Критичность по отношению к обществу (в прежние времена это было советское, в новые - российское) зрела во мне ещё со времён студенчества 60-х.

Отслужив в Германии два с половиной года срочной воинской службы, свято веря в коммунизм и вступив в КПСС, в 1963-м я вернулся на родину и не узнал её. Это была уже не та страна, которую я знал в детстве-юношестве 40-х и 50-х. Освободившись от культа личности, люди смелее стали заявлять свои интересы. Процветали обособленность, карьеризм, корысть, стяжательство. Счастливые времена пионерских песен, которые я пел в школьном хоре, военных маршей, которые я играл на трубе в духовом оркестре, и демонстраций с плакатами вождей прошли. Жизнь заставляла заново подумать кем и как быть.

В армии я мечтал стать сценаристом кино или философом диамата. Но, не имея литературных публикаций, родственников в сферах кино и рекомендаций райкома ВЛКСМ, я, легко справляясь с математикой и физикой, двинулся по лёгкой дорожке и подался в физики. Генка Тарасов, мой армейский друг тех времён, матерщинник, бывший кочегар газовой котельной – соблазнил податься на физфак МГУ. Вступительные экзамены я сдал легко и хорошо. Да и учился на физфаке то очень хорошо, то просто хорошо.

Окунувшись в университетскую жизнь, я быстро понял куда попал и был разочарован. В МГУ я вошёл как в храм науки. Но, как оказалось, “вступил” - попал в мастерскую по штамповке научных ремесленников, верных власти и руководству. К моей радости ректору и декану проштамповать удалось не всех. Это были мои друзья.

Меня потянуло в духовный андеграунд. Я посещал лекции на мехмате и филфаке, слушал классическую музыку и Битлз, околачивался на художественных выставках, смотрел спектакли студии МГУ “Наш дом”, слушал песни Высоцкого и Окуджавы, играл на гитаре и пел студенческие песни, читал “Новый мир”. А однажды набрёл на подпольные английские издания язвительных антисоветских повестей Андрея Синявского, преподавателя филфака. Их, фарцуя голубыми джинсами,  распространяли церковные просветители - стажёры из Англии. Синявский в своей повести изобразил, как Хрущёв катается на метле над крышами словно ведьмак.

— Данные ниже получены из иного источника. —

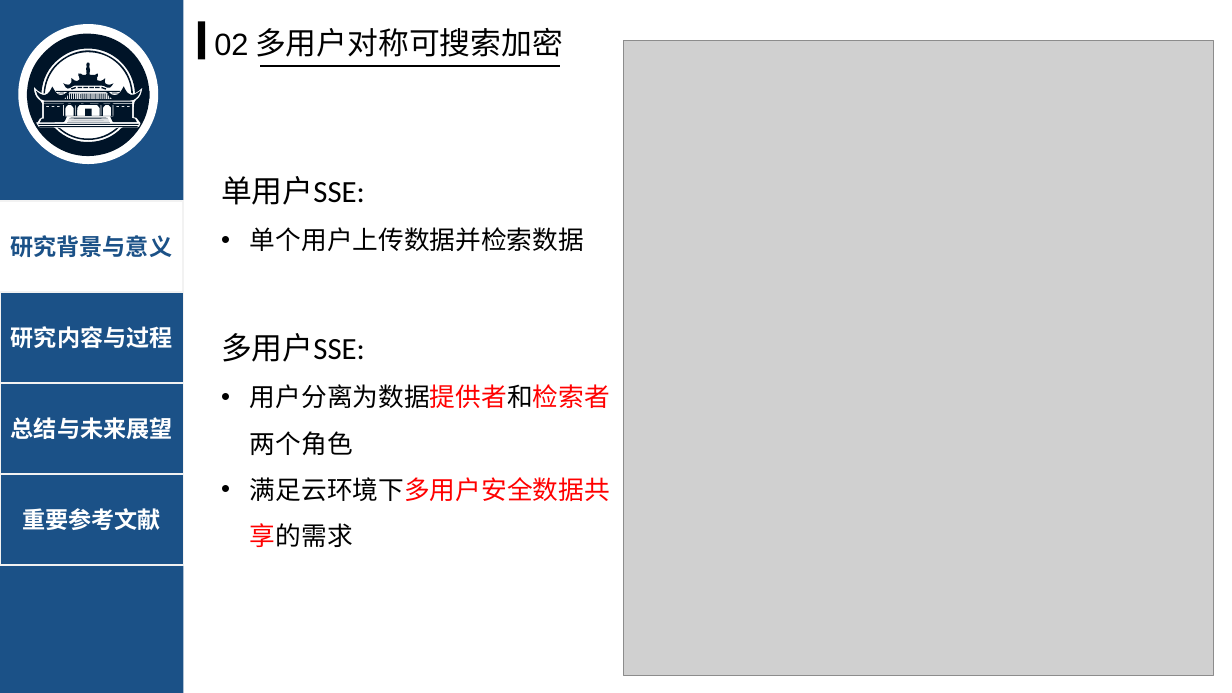
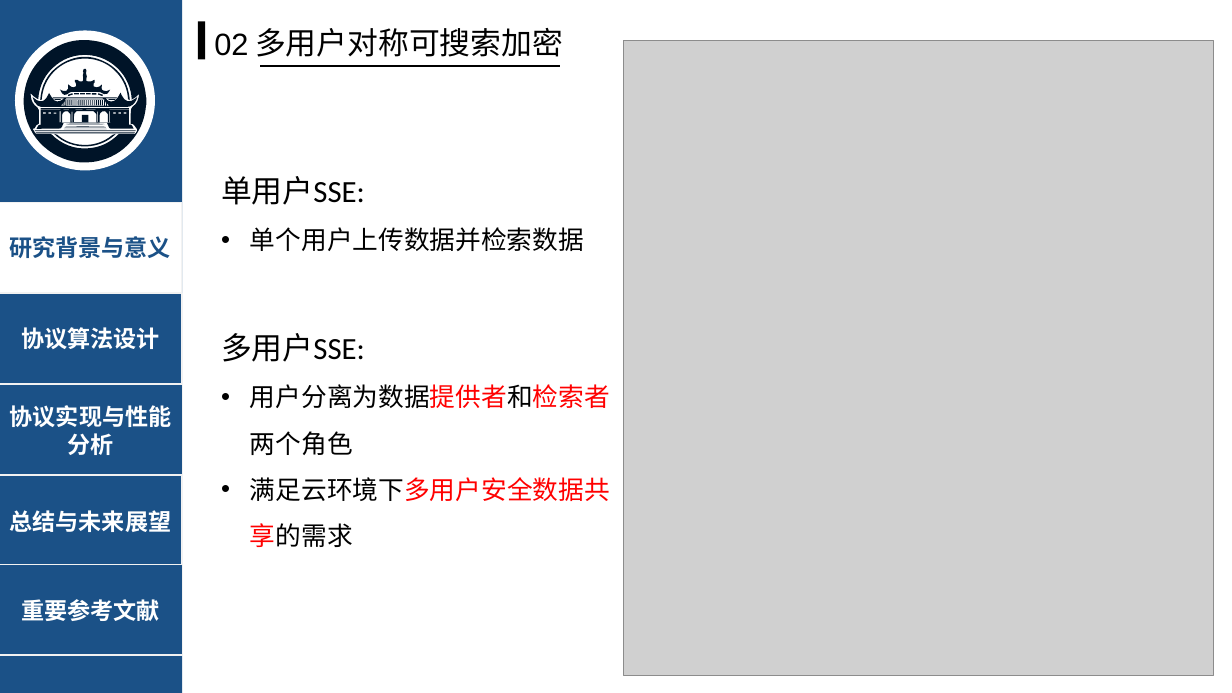
Before and after one commit to jerry-luo-zl/Searchable-Encrption-MC-JXT, a slide deck: slide 5 of pre/毕设答辩-罗之龙.pptx. Drawn at 1232x693 pixels with LibreOffice and Linux fonts; fonts in the diff are those of the drawing; grey boxes stand for pictures. Boxes give left, top, right and bottom in pixels: in the first picture for what was removed or moved away, otherwise in the second. Text is boxed around its words. In the diff, an @@ line names an element or a change of style, - is before the commit and + after.

```diff
--- a/pre/毕设答辩-罗之龙.pptx
+++ b/pre/毕设答辩-罗之龙.pptx
@@ picture added at bbox=[54, 53, 127, 124] @@
@@ freeform shape: place and size @@
-freeform shape at bbox=[105, 93, 106, 99]
+freeform shape at bbox=[67, 100, 67, 105]
@@ freeform shape: place and size @@
-freeform shape at bbox=[104, 93, 104, 99]
+freeform shape at bbox=[68, 100, 69, 105]
@@ freeform shape: place and size @@
-freeform shape at bbox=[95, 87, 100, 88]
+freeform shape at bbox=[74, 93, 79, 94]
@@ freeform shape: place and size @@
-freeform shape at bbox=[76, 93, 77, 99]
+freeform shape at bbox=[82, 100, 83, 105]
@@ freeform shape: place and size @@
-freeform shape at bbox=[83, 87, 88, 88]
+freeform shape at bbox=[86, 93, 91, 94]
@@ 22 freeform shapes: place and size @@
-22 freeform shapes at bbox=[43, 47, 133, 145]
+22 freeform shapes at bbox=[41, 54, 130, 152]
@@ 14 freeform shapes, 1 ellipse: place and size @@
-14 freeform shapes, 1 ellipse at bbox=[18, 24, 159, 165]
+14 freeform shapes, 1 ellipse at bbox=[15, 30, 155, 171]
@@ text in rectangle at bbox=[21, 327, 160, 349]: text changed @@
-研究内容与过程
+协议算法设计
@@ rectangle added at bbox=[0, 384, 182, 475], fill #1B5187, outline #F2F2F2 1 pt, 18 pt, text #FFFFFF, bold @@
+协议实现与性能分析
@@ rectangle "总结与未来展望": place and size @@
-rectangle "总结与未来展望" at bbox=[0, 384, 183, 474]
+rectangle "总结与未来展望" at bbox=[0, 476, 182, 567]
@@ rectangle "重要参考文献": place and size @@
-rectangle "重要参考文献" at bbox=[0, 475, 183, 566]
+rectangle "重要参考文献" at bbox=[0, 565, 182, 655]
```
Also in this commit, not shown: 24 other slides changed, 1 slide added, 1 other file.

Мой друг Дима Михеев, член бюро ВЛКСМ физфака, вдруг затеял остросюжетный диспут с провокационным названием "Цинизм и общественные идеалы". Диспут состоялся в ЦФА. По началу он протекал вяло - студенты молчали, а записные ораторы несли какую-то околесную.

Как вдруг на сцену вырвался некто Ржевский, вроде мой однофамилец. Это была заготовка Димы Михеева.  На самом деле это был известный советский диссидент Щаранский. Он сказал: "Когда я вижу толстый затылок кагэбэшника, мне хочется стрелять, стрелять, стрелять!" Публика озверела. Слышались крики, восклицания, топот восторга...
Присутствующие преподаватели молчали.

Вскоре на физфаке состоялось партийное собрание. Громили диспут и присутствующих там преподавателей, мол, не дали отпор провокатору.
Я тоже выступил и сказал что-то критическое и невразумительное. Председатель собрания, секретарь парткома факультета, меня оборвал. Я сел, красный от стыда. Через минуту ко мне по рядам пришла записка. Мне писали, что я прав.. но жаль, что не успел сказать что-то главное.

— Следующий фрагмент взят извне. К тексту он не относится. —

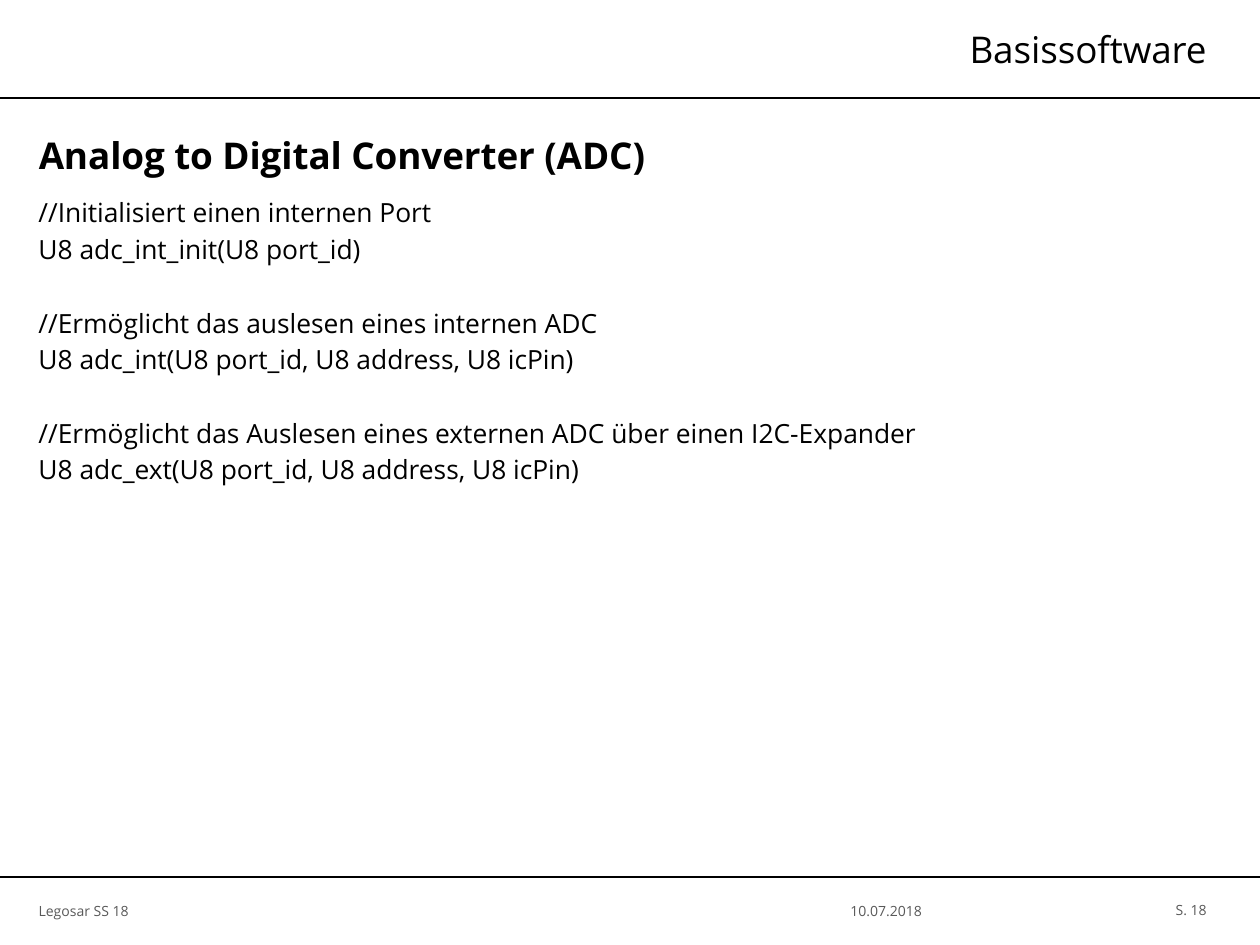
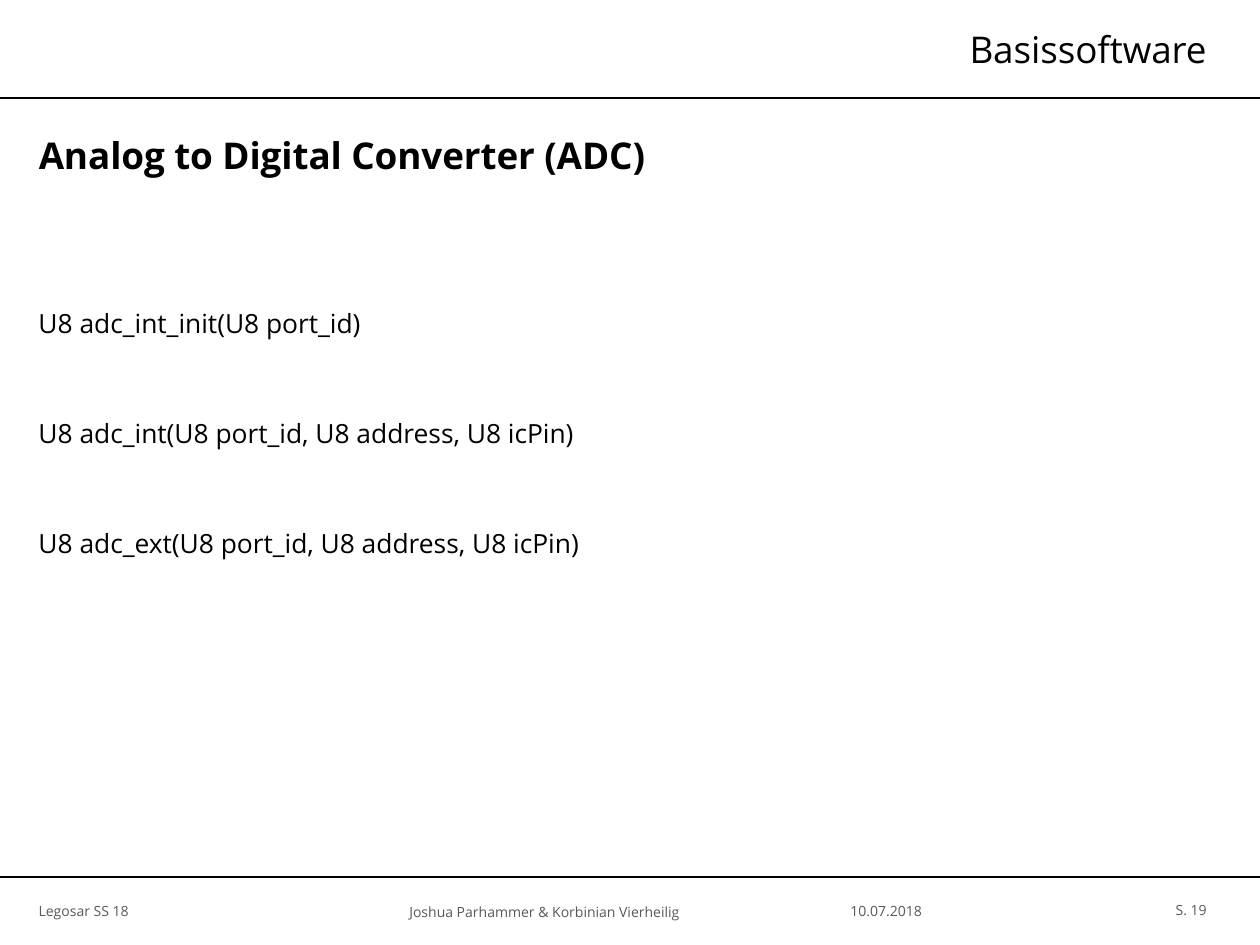
Before and after one commit to SimH1993/OTHR_AUTOSARSS18, a slide deck: slide 19 of Präsentation/Legosar_Master.pptx (slide 18 before the commit). Drawn at 1260x945 pixels with LibreOffice and Linux fonts; fonts in the diff are those of the drawing; background and template pictures are left out. Boxes give left, top, right and bottom in pixels: in the first picture for what was removed or moved away, otherwise in the second. Text is boxed around its words. In the diff, an @@ line names an element or a change of style, - is before the commit and + after.

```diff
--- a/Präsentation/Legosar_Master.pptx
+++ b/Präsentation/Legosar_Master.pptx
@@ text at [38, 202, 431, 223]: paragraph removed @@
-//Initialisiert einen internen Port
@@ text at [38, 313, 597, 340]: paragraph removed @@
-//Ermöglicht das auslesen eines internen ADC
@@ text at [38, 423, 916, 450]: paragraph removed @@
-//Ermöglicht das Auslesen eines externen ADC über einen I2C-Expander
@@ text added at [409, 906, 679, 921], 6 pt, text #595959 @@
+Joshua Parhammer & Korbinian Vierheilig
@@ page number at [1176, 905, 1207, 915]: text changed @@
-S. 18
+S. 19
```
Also in this commit, not shown: 27 other slides changed, 7 slides added.

А тут подоспел праздник - День советской Конституции. Студенты с аспирантами и преподами устроили у памятника Пушкина на Горького несанкционированный митинг. Кто-то поднял плакат с сомнительным содержанием, не проверенным в парткоме, кто-то махал Конституцией и читал вслух статьи Конституции о правах советского человека. Был там и преподаватель филфака Синявский. Митинг закончился задержаниями.

После посадки Синявского на всех факультетах начались разборки. Преподов проверяли на верность партии и народу. В защиту Синявского выступил Даниэль, также преподаватель филфака. Того и другого вскоре уволили. А Синявскому дали тюремный срок. 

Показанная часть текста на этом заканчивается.